INPUT DATA START
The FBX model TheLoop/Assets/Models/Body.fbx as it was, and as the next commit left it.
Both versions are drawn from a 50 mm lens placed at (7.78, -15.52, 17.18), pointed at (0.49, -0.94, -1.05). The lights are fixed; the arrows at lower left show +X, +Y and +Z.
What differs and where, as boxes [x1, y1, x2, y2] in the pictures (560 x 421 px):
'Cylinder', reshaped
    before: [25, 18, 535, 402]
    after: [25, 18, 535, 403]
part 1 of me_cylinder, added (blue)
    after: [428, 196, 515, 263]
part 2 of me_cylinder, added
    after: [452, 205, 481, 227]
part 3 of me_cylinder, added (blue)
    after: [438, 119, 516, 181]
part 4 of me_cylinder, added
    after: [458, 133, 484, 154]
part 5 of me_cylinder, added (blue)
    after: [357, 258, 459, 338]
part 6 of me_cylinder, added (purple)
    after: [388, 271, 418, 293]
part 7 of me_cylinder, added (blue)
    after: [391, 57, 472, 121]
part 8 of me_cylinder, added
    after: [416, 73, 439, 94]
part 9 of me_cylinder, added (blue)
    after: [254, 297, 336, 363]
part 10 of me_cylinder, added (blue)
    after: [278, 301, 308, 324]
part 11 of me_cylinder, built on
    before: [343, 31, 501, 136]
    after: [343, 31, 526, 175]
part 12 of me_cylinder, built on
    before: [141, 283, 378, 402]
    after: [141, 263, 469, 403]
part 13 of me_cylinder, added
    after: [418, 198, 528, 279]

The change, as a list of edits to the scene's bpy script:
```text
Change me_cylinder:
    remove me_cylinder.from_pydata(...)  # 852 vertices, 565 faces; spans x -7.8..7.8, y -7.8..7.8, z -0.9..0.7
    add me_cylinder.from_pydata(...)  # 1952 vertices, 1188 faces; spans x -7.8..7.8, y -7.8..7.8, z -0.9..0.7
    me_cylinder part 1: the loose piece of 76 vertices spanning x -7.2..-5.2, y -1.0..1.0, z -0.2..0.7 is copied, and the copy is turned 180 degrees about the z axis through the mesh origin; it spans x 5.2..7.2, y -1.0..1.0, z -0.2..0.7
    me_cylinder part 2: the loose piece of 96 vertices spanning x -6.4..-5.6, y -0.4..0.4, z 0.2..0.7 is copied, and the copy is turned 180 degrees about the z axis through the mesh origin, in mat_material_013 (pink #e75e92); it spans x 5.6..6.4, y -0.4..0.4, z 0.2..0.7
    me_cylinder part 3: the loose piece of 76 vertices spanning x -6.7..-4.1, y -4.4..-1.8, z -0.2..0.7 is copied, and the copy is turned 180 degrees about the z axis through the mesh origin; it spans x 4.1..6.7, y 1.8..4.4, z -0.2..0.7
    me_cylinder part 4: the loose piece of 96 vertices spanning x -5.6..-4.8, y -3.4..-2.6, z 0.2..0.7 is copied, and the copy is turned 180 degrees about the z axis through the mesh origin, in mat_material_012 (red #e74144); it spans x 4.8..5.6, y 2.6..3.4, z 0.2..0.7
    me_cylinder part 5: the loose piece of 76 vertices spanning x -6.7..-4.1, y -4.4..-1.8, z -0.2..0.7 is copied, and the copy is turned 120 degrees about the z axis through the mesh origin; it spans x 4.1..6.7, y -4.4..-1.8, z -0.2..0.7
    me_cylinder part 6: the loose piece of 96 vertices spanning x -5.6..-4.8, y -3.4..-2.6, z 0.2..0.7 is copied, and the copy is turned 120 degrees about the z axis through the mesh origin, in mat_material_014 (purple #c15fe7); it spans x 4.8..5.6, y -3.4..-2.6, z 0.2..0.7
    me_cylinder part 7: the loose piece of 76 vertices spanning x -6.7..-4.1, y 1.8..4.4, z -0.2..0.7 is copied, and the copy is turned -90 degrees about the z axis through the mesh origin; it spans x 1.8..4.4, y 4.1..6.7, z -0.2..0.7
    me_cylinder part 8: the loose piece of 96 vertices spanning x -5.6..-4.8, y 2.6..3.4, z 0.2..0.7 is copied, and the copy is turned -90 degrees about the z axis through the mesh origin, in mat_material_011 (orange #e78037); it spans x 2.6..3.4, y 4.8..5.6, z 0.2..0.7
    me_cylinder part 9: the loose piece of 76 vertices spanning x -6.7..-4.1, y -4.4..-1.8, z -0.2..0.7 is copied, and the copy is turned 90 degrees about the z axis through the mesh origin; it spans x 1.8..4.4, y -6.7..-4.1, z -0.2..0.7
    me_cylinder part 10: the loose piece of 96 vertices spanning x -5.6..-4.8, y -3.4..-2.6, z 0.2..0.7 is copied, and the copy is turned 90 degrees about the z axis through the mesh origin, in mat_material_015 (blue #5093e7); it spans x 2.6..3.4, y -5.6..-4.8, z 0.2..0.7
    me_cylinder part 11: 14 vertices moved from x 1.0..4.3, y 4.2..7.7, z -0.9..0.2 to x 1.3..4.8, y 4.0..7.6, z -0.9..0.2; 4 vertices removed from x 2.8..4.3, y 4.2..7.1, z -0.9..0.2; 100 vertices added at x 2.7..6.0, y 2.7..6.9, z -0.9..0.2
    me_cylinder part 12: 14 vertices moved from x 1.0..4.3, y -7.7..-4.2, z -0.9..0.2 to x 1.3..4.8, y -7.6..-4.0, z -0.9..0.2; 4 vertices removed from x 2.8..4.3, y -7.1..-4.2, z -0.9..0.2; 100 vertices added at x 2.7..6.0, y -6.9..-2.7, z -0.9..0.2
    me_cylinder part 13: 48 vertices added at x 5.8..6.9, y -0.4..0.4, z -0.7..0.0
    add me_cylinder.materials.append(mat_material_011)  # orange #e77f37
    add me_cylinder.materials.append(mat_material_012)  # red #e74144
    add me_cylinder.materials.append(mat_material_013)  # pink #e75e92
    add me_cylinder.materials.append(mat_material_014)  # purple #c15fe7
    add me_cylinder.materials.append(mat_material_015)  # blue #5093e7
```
INPUT DATA END
Write the number of lines in the data above that contain the word "built", and add nothing to it.

• [OUTPUT OF THE EXERCISE]: 2